Choose the room for the client, not for yourself. A formal first meeting suits the service of La Grande Table or the grandeur of Le Marocain; a warmer relationship suits the energy of Le Jardin or the discovery of Le Trou au Mur. Pre-order a centrepiece, the pastilla or the tasting, so the meal has a clear high point, and brief the team on the wine budget in advance. Settle the bill before the meal where you can. For a visiting client, lead with the palace address and the regional ranking, because that recognition is the strongest signal Marrakech can send.

Frequently asked

What is the best restaurant to impress a client in Marrakech?

La Grande Table Marocaine at the Royal Mansour is our top pick. In 2026 it won the Art of Hospitality Award at MENA's 50 Best, where it ranks number nineteen, and it sits inside a palace hotel, which gives a visiting client a setting and a story no other room can match. The kitchen is led by the Michelin-starred Hélène Darroze with chef Karim Ben Baba, and dinner runs roughly MAD 800 to 1,500 a head. Book through the hotel. For traditional Moroccan grandeur, Le Marocain at La Mamounia is the strong alternative.

Does Marrakech have any Michelin-starred restaurants?

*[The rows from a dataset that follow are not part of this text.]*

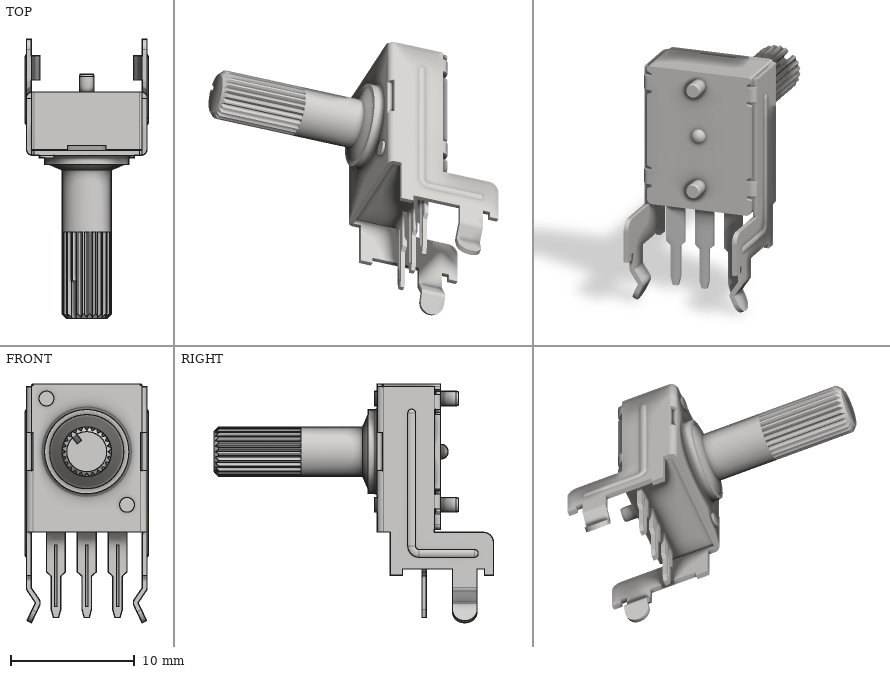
import cadquery as cq
import math


SHEET = 0.4
BRACKET_HALF_WIDTH = 4.88
INNER_HALF_WIDTH = BRACKET_HALF_WIDTH - SHEET
BEND_RADIUS = 0.52
SIDE_TOP = 5.27
SIDE_BACK = 4.6
FRONT_BOTTOM = -6.5
PLATE_CORNER_CHAMFER = 0.2
RELIEF_WIDTH = 3.07

LEG_FRONT = 1.05
LEG_BACK = 9.4
LEG_CORNER_RADIUS = 0.84
LEG_BOTTOM = -9.5
FOOT_BOTTOM = -10.0
FRONT_FOOT_BACK = 2.05
BACK_FOOT_FRONT = 8.65

TONGUE_Y = 7.07
TONGUE_WIDTH = 2.0
TONGUE_BEND_Z = -11.0
TONGUE_KNEE_X = -3.68
TONGUE_KNEE_Z = -12.18
TONGUE_BOTTOM = -13.83
TONGUE_INNER_RADIUS = 0.11
TONGUE_OUTER_RADIUS = TONGUE_INNER_RADIUS + SHEET
TIP_ROUNDING = 0.97

BEAD_HEIGHT = 0.11
BEAD_WIDTH = 0.63
BEAD_RADIUS = ((BEAD_WIDTH / 2) ** 2 + BEAD_HEIGHT ** 2) / (2 * BEAD_HEIGHT)
BEAD_Y = 2.78
BEAD_Z = -8.23
BEAD_TOP = 3.12
BEAD_BACK = 7.85
BEAD_BEND_RADIUS = 0.6

TAB_CENTRES = (4.02, -4.02)
TAB_WIDTH = 1.2
TAB_BEND_RADIUS = 0.5
TAB_REACH = 0.8

COLLAR_DIAMETER = 6.8
COLLAR_BORE = 6.0
COLLAR_LENGTH = 0.75
COLLAR_FILLET = 0.2

HOUSING_BACK = 5.13
HOUSING_TOP = 5.47
HOUSING_BOTTOM = -6.3
TOP_ROUNDING = 0.192
BOTTOM_ROUNDING = 0.4
SEAM = 0.1
TOP_SLOT_BACK = 0.81
TOP_SLOT_DEPTH = 0.35
TAB_POCKET_LENGTH = 2.01
TAB_POCKET_TAPER = 0.15
PIN_DIAMETER = 1.2
POST_Z = 4.3
POST_LENGTH = 1.45
POST_TIP_LENGTH = 0.2
POST_TIP_INSET = 0.07
RIVET_X = 3.25
RIVET_Z = 4.3
RIVET_HEIGHT = 0.2

SHAFT_DIAMETER = 4.0
SHAFT_TIP = -13.2
TIP_CHAMFER = 0.38
CONE_FRONT = -1.18
KNURL_START = -6.17
KNURL_COUNT = 24
GROOVE_DEPTH = 0.27
GROOVE_HALF_WIDTH = 0.2
POINTER_START = -10.15
POINTER_WIDTH = 0.45
POINTER_INNER_RADIUS = 0.97
POINTER_ANGLE = 127.5

TERMINAL_PITCH = 2.49
TERMINAL_FRONT = 3.62
TERMINAL_THICKNESS = 0.36
TERMINAL_WIDTH = 1.54
TERMINAL_NECK = 0.8
TERMINAL_TIP = 0.43
SHOULDER_TOP = -9.72
SHOULDER_BOTTOM = -10.05
TAPER_TOP = -12.75
TERMINAL_BOTTOM = -13.4
TERMINAL_SLOT_WIDTH = 0.2
TERMINAL_SLOT_TOP = -7.53
TERMINAL_SLOT_BOTTOM = -12.5
TERMINAL_SLOT_DEPTH = 0.18


def block(x_range, y_range, z_range):
    """Axis-aligned box from pairs of limits."""
    return (
        cq.Workplane("XY")
        .box(
            x_range[1] - x_range[0],
            y_range[1] - y_range[0],
            z_range[1] - z_range[0],
            centered=False,
        )
        .translate((x_range[0], y_range[0], z_range[0]))
    )


def rod(diameter, y_start, y_end, x=0, z=0):
    """Cylinder parallel to Y."""
    return cq.Workplane(
        cq.Solid.makeCylinder(diameter / 2, y_end - y_start, cq.Vector(x, y_start, z), cq.Vector(0, 1, 0))
    )


def with_mirror(left):
    """Join a left-hand shape with its copy on the +X side."""
    return left.union(left.mirror("YZ"))


def channel():
    """Front plate and two sides, bent from one sheet."""
    outer = block(
        (-BRACKET_HALF_WIDTH, BRACKET_HALF_WIDTH), (0, SIDE_BACK), (FRONT_BOTTOM, SIDE_TOP)
    ).edges("|Z and <Y").fillet(BEND_RADIUS)
    inner = block(
        (-INNER_HALF_WIDTH, INNER_HALF_WIDTH), (SHEET, SIDE_BACK), (FRONT_BOTTOM, SIDE_TOP)
    )
    crown = block(
        (-INNER_HALF_WIDTH, INNER_HALF_WIDTH), (0, SHEET), (0, HOUSING_TOP)
    ).edges("|Y and >Z").chamfer(PLATE_CORNER_CHAMFER)
    return outer.cut(inner).union(crown)


def bend_window():
    """Opening through the left front bend."""
    return block(
        (-BRACKET_HALF_WIDTH, -BRACKET_HALF_WIDTH + BEND_RADIUS),
        (0, SHEET),
        (-RELIEF_WIDTH / 2, RELIEF_WIDTH / 2),
    )


def leg():
    """Left leg plate with its two feet."""
    return (
        cq.Workplane("YZ")
        .moveTo(LEG_FRONT, 0)
        .lineTo(LEG_FRONT, FOOT_BOTTOM)
        .lineTo(FRONT_FOOT_BACK, FOOT_BOTTOM)
        .lineTo(FRONT_FOOT_BACK, LEG_BOTTOM)
        .lineTo(BACK_FOOT_FRONT, LEG_BOTTOM)
        .lineTo(BACK_FOOT_FRONT, FOOT_BOTTOM)
        .lineTo(LEG_BACK, FOOT_BOTTOM)
        .lineTo(LEG_BACK, FRONT_BOTTOM - LEG_CORNER_RADIUS)
        .radiusArc((LEG_BACK - LEG_CORNER_RADIUS, FRONT_BOTTOM), -LEG_CORNER_RADIUS)
        .lineTo(SIDE_BACK, FRONT_BOTTOM)
        .lineTo(SIDE_BACK, 0)
        .close()
        .extrude(SHEET)
        .translate((-BRACKET_HALF_WIDTH, 0, 0))
    )


def offset_corner(before, corner, after, distance):
    """Corner of a line that runs beside before-corner-after, to the right of travel."""
    heading_in = math.atan2(corner[1] - before[1], corner[0] - before[0])
    heading_out = math.atan2(after[1] - corner[1], after[0] - corner[0])
    half_turn = (heading_out - heading_in) / 2
    normal = heading_in + half_turn - math.pi / 2
    mitre = distance / math.cos(half_turn)
    return (corner[0] + mitre * math.cos(normal), corner[1] + mitre * math.sin(normal))


def tongue():
    """Left snap-in tongue: straight, leaning in to a knee, then out to a round tip."""
    root = (-INNER_HALF_WIDTH, LEG_BOTTOM)
    bend = (-INNER_HALF_WIDTH, TONGUE_BEND_Z)
    knee = (TONGUE_KNEE_X, TONGUE_KNEE_Z)
    tip = (-INNER_HALF_WIDTH, TONGUE_BOTTOM)
    outer_root = (-BRACKET_HALF_WIDTH, LEG_BOTTOM)
    outer_bend = offset_corner(root, bend, knee, SHEET)
    outer_knee = offset_corner(bend, knee, tip, SHEET)
    beyond_tip = (2 * tip[0] - knee[0], 2 * tip[1] - knee[1])
    outer_tip = offset_corner(knee, tip, beyond_tip, SHEET)

    strip = (
        cq.Workplane("XZ")
        .polyline([root, bend, knee, tip, outer_tip, outer_knee, outer_bend, outer_root])
        .close()
        .extrude(TONGUE_WIDTH / 2, both=True)
        .translate((0, TONGUE_Y, 0))
    )

    def nearest(point):
        return cq.selectors.NearestToPointSelector((point[0], TONGUE_Y, point[1]))

    for corner in (bend, outer_knee):
        strip = strip.edges(nearest(corner)).fillet(TONGUE_INNER_RADIUS)
    for corner in (outer_bend, knee):
        strip = strip.edges(nearest(corner)).fillet(TONGUE_OUTER_RADIUS)
    tip_middle = ((tip[0] + outer_tip[0]) / 2, (tip[1] + outer_tip[1]) / 2)
    return strip.faces(nearest(tip_middle)).edges("not |Y").fillet(TIP_ROUNDING)


def bead():
    """L-shaped bead on the left side: the outer slice of a bent round bar."""
    path = (
        cq.Workplane("YZ")
        .moveTo(BEAD_Y, BEAD_TOP)
        .lineTo(BEAD_Y, BEAD_Z + BEAD_BEND_RADIUS)
        .radiusArc((BEAD_Y + BEAD_BEND_RADIUS, BEAD_Z), -BEAD_BEND_RADIUS)
        .lineTo(BEAD_BACK, BEAD_Z)
    )
    bar = cq.Workplane("XY").center(0, BEAD_Y).workplane(offset=BEAD_TOP).circle(BEAD_RADIUS).sweep(path)
    for y, z in ((BEAD_Y, BEAD_TOP), (BEAD_BACK, BEAD_Z)):
        bar = bar.union(cq.Workplane("XY").sphere(BEAD_RADIUS).translate((0, y, z)))
    bar = bar.translate((BEAD_RADIUS - BEAD_HEIGHT - BRACKET_HALF_WIDTH, 0, 0))
    slice_box = block(
        (-BRACKET_HALF_WIDTH - SHEET, -BRACKET_HALF_WIDTH + SHEET / 2),
        (0, LEG_BACK),
        (FOOT_BOTTOM, SIDE_TOP),
    )
    return bar.intersect(slice_box)


def tab(z):
    """Left tab folded over the housing back at height z."""
    z_range = (z - TAB_WIDTH / 2, z + TAB_WIDTH / 2)
    reach = -BRACKET_HALF_WIDTH + TAB_REACH
    outer = block((-BRACKET_HALF_WIDTH, reach), (SIDE_BACK, HOUSING_BACK), z_range)
    inner = block((-INNER_HALF_WIDTH, reach), (SIDE_BACK, HOUSING_BACK - SHEET), z_range)
    return outer.edges("|Z and <X and >Y").fillet(TAB_BEND_RADIUS).cut(inner)


def collar():
    """Round boss on the front plate, with a concave fillet at its foot."""
    radius = COLLAR_DIAMETER / 2
    return (
        cq.Workplane("XY")
        .moveTo(0, SHEET)
        .lineTo(radius + COLLAR_FILLET, SHEET)
        .lineTo(radius + COLLAR_FILLET, 0)
        .radiusArc((radius, -COLLAR_FILLET), -COLLAR_FILLET)
        .lineTo(radius, -COLLAR_LENGTH)
        .lineTo(0, -COLLAR_LENGTH)
        .close()
        .revolve(360, (0, 0, 0), (0, 1, 0))
    )


def make_bracket():
    """Bent sheet-metal bracket with legs, tongues, beads, tabs and collar."""
    bracket = channel().cut(with_mirror(bend_window()))
    left_parts = [leg(), tongue(), bead()]
    left_parts += [tab(z) for z in TAB_CENTRES]
    for part in left_parts:
        bracket = bracket.union(with_mirror(part))

    bracket = bracket.union(collar())
    return bracket.cut(rod(COLLAR_BORE, -COLLAR_LENGTH, SHEET)).cut(rivets())


def rivets():
    """Two round pegs through the front plate, at opposite corners."""
    upper = rod(PIN_DIAMETER, -RIVET_HEIGHT, SHEET, -RIVET_X, RIVET_Z)
    lower = rod(PIN_DIAMETER, -RIVET_HEIGHT, SHEET, RIVET_X, -RIVET_Z)
    return upper.add(lower).combine()


def post(z):
    """Locating post on the housing back with a slightly tapered tip."""
    return (
        rod(PIN_DIAMETER, HOUSING_BACK, HOUSING_BACK + POST_LENGTH, 0, z)
        .faces(">Y")
        .chamfer(POST_TIP_LENGTH, POST_TIP_INSET)
    )


def tab_pocket(z):
    """Recess in the left back edge of the housing for one tab, with sloped ends."""
    mouth = TAB_POCKET_LENGTH / 2
    floor = mouth - TAB_POCKET_TAPER
    floor_x = -BRACKET_HALF_WIDTH + TAB_REACH
    return (
        cq.Workplane("XZ")
        .polyline(
            [
                (-INNER_HALF_WIDTH, z - mouth),
                (floor_x, z - floor),
                (floor_x, z + floor),
                (-INNER_HALF_WIDTH, z + mouth),
            ]
        )
        .close()
        .extrude(SHEET)
        .translate((0, HOUSING_BACK, 0))
    )


def make_housing():
    """Plastic housing inside the bracket, with posts, a pivot dome and front rivets."""
    full_width = (-INNER_HALF_WIDTH, INNER_HALF_WIDTH)
    housing = (
        block(full_width, (SHEET, HOUSING_BACK), (HOUSING_BOTTOM, HOUSING_TOP))
        .edges("|Y and >Z")
        .fillet(TOP_ROUNDING)
        .edges("|Y and <Z")
        .fillet(BOTTOM_ROUNDING)
    )
    seam = block(full_width, (SHEET, SHEET + SEAM), (HOUSING_TOP - SEAM, HOUSING_TOP))
    top_slot = block(
        (-RELIEF_WIDTH / 2, RELIEF_WIDTH / 2),
        (SHEET, TOP_SLOT_BACK),
        (HOUSING_TOP - TOP_SLOT_DEPTH, HOUSING_TOP),
    )
    housing = housing.cut(seam).cut(top_slot)
    for z in TAB_CENTRES:
        housing = housing.cut(with_mirror(tab_pocket(z)))
    for z in (POST_Z, -POST_Z):
        housing = housing.union(post(z))
    dome = cq.Workplane("XY").sphere(PIN_DIAMETER / 2).translate((0, HOUSING_BACK, 0))
    return housing.union(dome).union(rivets())


def knurl_groove():
    """V-shaped cutter for one knurl groove, above the shaft axis."""
    bottom = SHAFT_DIAMETER / 2 - GROOVE_DEPTH
    top = bottom + 2 * GROOVE_DEPTH
    half_width = 2 * GROOVE_HALF_WIDTH
    return (
        cq.Workplane("XZ", origin=(0, KNURL_START, 0))
        .polyline([(0, bottom), (half_width, top), (-half_width, top)])
        .close()
        .extrude(KNURL_START - SHAFT_TIP)
    )


def make_shaft():
    """Shaft whose flange fills the collar, with a knurled end and a pointer slot."""
    radius = SHAFT_DIAMETER / 2
    shaft = (
        cq.Workplane("XY")
        .polyline(
            [
                (0, SHEET),
                (COLLAR_BORE / 2, SHEET),
                (COLLAR_BORE / 2, -COLLAR_LENGTH),
                (radius, CONE_FRONT),
                (radius, SHAFT_TIP + TIP_CHAMFER),
                (radius - TIP_CHAMFER, SHAFT_TIP),
                (0, SHAFT_TIP),
            ]
        )
        .close()
        .revolve(360, (0, 0, 0), (0, 1, 0))
    )
    groove = knurl_groove()
    for i in range(KNURL_COUNT):
        shaft = shaft.cut(groove.rotate((0, 0, 0), (0, 1, 0), i * 360 / KNURL_COUNT))
    pointer = block(
        (POINTER_INNER_RADIUS, SHAFT_DIAMETER),
        (SHAFT_TIP, POINTER_START),
        (-POINTER_WIDTH / 2, POINTER_WIDTH / 2),
    )
    return shaft.cut(pointer.rotate((0, 0, 0), (0, 1, 0), -POINTER_ANGLE))


def make_terminal(x):
    """Flat solder pin hanging from the housing, with a groove down its front."""
    right_edge = [
        (TERMINAL_WIDTH / 2, HOUSING_BOTTOM),
        (TERMINAL_WIDTH / 2, SHOULDER_TOP),
        (TERMINAL_NECK / 2, SHOULDER_BOTTOM),
        (TERMINAL_NECK / 2, TAPER_TOP),
        (TERMINAL_TIP / 2, TERMINAL_BOTTOM),
    ]
    left_edge = [(-px, pz) for px, pz in reversed(right_edge)]
    blade = (
        cq.Workplane("XZ", origin=(0, TERMINAL_FRONT, 0))
        .polyline(right_edge + left_edge)
        .close()
        .extrude(-TERMINAL_THICKNESS)
    )
    slot = block(
        (-TERMINAL_SLOT_WIDTH / 2, TERMINAL_SLOT_WIDTH / 2),
        (TERMINAL_FRONT, TERMINAL_FRONT + TERMINAL_SLOT_DEPTH),
        (TERMINAL_SLOT_BOTTOM, TERMINAL_SLOT_TOP),
    )
    return blade.cut(slot).translate((x, 0, 0))


bracket = make_bracket()
housing = make_housing()
shaft = make_shaft()
terminals = [make_terminal(i * TERMINAL_PITCH).val() for i in (-1, 0, 1)]

result = cq.Compound.makeCompound([bracket.val(), housing.val(), shaft.val(), *terminals])

No. Morocco is not yet covered by the Michelin Guide, so no Marrakech restaurant holds a Michelin star, and any venue claiming one is mistaken. The credible benchmark is Middle East & North Africa's 50 Best Restaurants, where Marrakech placed five rooms in 2026, including La Grande Table Marocaine at number nineteen and +61 at number fifty. For impressing a client, those rankings, plus five-star palace prestige, are the recognition that does the work.

Where should I take an international client in Marrakech?

For a guest who wants a sense of place, take them to La Grande Table Marocaine or Le Marocain for Moroccan fine dining inside a palace hotel. For a younger or modern client who prefers something current, +61 in Guéliz serves Australian-Mediterranean cooking and sits on MENA's 50 Best. Match the room to the guest, lead with the palace or ranked names, and book a courtyard or garden table. The setting is half the impression in Marrakech.

How much does it cost to impress a client in Marrakech?

Plan on roughly MAD 800 to MAD 1,500 a head before wine at the palace rooms. La Grande Table Marocaine and Le Marocain at La Mamounia both sit in that range, Comptoir Darna runs about MAD 600 to 900 a head with the show, and +61 is an upper-mid bill below the hotels. Wine and a centrepiece dish move the bill most, so agree both with the restaurant in advance and settle discreetly before the meal so there is no contest at the table.

Which Marrakech restaurant has the best setting for a client dinner?

La Grande Table Marocaine inside the Royal Mansour has the most prestigious setting, a palace hotel with the most decorated service in the region, which is exactly what impresses a visiting client. For palace gardens, Le Jardin at the Royal Mansour and Le Marocain at La Mamounia both offer calm, private outdoor tables. For atmosphere and a show, Comptoir Darna turns the evening into a performance. Book a courtyard or garden table and let the address do the work.